Many thought abortion was the cause because poor moms get abortions and then those kids don't grow to do crimes. But he said that idea is now dead because most poor moms kept their children and it was actually middle class moms having the abortions. So we can strike that one out.

He says the reality is that our laws are better we are not allowed to hit our kids as before, women rights has helped and bullying is now being looked at. Before when a bully went after you you had to deal with it yourself and stand up for yourself. 

He also says the new feeling for others have extended to being less cruel to animals and the circle is ever widening as we start going farther from using violence as a solution. Also he says there are really less wars worldwide as we talk things out instead of just going straight to war.

Is he on base or is it because we just have a better economy today, better technology and just better off then we used to be.

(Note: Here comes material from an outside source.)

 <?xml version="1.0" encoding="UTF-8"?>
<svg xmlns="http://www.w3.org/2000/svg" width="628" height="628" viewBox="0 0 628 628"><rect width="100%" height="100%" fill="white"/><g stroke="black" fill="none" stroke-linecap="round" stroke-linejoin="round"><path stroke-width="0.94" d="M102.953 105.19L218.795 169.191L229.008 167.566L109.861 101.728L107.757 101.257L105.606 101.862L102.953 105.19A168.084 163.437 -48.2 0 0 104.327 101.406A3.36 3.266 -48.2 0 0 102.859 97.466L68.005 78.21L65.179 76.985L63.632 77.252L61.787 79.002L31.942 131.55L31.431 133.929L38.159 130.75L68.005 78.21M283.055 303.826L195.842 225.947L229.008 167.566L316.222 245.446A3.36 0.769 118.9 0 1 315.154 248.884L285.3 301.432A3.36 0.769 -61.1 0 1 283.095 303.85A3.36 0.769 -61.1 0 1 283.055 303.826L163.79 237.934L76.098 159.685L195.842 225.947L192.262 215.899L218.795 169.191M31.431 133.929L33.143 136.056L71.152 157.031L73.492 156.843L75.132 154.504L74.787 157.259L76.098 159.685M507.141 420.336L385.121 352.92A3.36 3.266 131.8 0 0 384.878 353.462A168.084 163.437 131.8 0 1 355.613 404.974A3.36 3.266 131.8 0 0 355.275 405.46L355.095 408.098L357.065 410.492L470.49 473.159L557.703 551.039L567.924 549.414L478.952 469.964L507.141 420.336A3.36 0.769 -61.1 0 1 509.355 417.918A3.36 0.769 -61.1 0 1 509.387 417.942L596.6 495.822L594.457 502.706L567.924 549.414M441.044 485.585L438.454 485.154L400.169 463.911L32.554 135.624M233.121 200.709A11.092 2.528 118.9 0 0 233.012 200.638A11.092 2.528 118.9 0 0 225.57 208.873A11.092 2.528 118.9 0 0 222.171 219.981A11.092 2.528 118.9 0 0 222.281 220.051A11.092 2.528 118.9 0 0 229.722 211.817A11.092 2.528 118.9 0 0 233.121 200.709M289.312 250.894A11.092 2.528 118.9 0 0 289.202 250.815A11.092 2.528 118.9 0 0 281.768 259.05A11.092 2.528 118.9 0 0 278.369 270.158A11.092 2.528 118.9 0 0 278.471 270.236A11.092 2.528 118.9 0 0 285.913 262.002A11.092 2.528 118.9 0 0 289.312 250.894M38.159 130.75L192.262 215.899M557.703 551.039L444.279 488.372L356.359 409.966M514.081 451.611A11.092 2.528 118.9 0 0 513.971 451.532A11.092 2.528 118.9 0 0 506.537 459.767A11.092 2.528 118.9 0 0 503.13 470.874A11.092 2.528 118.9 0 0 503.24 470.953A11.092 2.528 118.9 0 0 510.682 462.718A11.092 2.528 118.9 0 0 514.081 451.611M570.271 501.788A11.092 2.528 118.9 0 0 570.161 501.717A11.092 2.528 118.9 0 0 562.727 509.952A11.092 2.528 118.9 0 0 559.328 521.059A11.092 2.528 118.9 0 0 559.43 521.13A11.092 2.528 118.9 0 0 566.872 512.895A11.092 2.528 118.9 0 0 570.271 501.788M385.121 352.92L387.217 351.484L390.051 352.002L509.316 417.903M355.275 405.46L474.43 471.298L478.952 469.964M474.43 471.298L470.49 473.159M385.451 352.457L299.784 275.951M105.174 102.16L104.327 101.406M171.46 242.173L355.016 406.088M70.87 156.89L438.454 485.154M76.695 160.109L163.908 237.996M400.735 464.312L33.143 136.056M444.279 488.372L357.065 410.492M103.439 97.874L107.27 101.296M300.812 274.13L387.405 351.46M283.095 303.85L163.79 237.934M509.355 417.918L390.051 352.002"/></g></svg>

I suppose the downside is we are not as accountable as we used to be or we are let the government and the law solve everything. It has also led to huge debt to be racked up as we make sure everyone is taken care of. So I suppose once the debt cripples us everything could come apart and we could revert back to our violent ways.


----------



## humble_pie (Jun 7, 2009)

what a good idea to ask this question.

i have a friend who's a social worker, her organization has the contract to send a couple of social workers regularly to address groups of brand-new male immigrants.

the girls don't mess around. They display condoms. Police phone numbers. They explain to their audience how this is canada, they're not allowed to beat their wives or children, if they beat their wives or children the police will be instantly be involved.

invariably this provokes uproar. It's unbelievable how many of these males become enraged. I mean livid furious. They don't get it at all. Shouting breaks out. They cannot comprehend why, when their family members disobey them, they, the patriarchs, are not allowed to punish them in the traditional style.

"what is the matter with canada," roared one male. "In my home country i could slap my wife every single day."

"vous pouvez toujours prendre la porte, monsieur," said the social worker demurely. "You are welcome to go back home."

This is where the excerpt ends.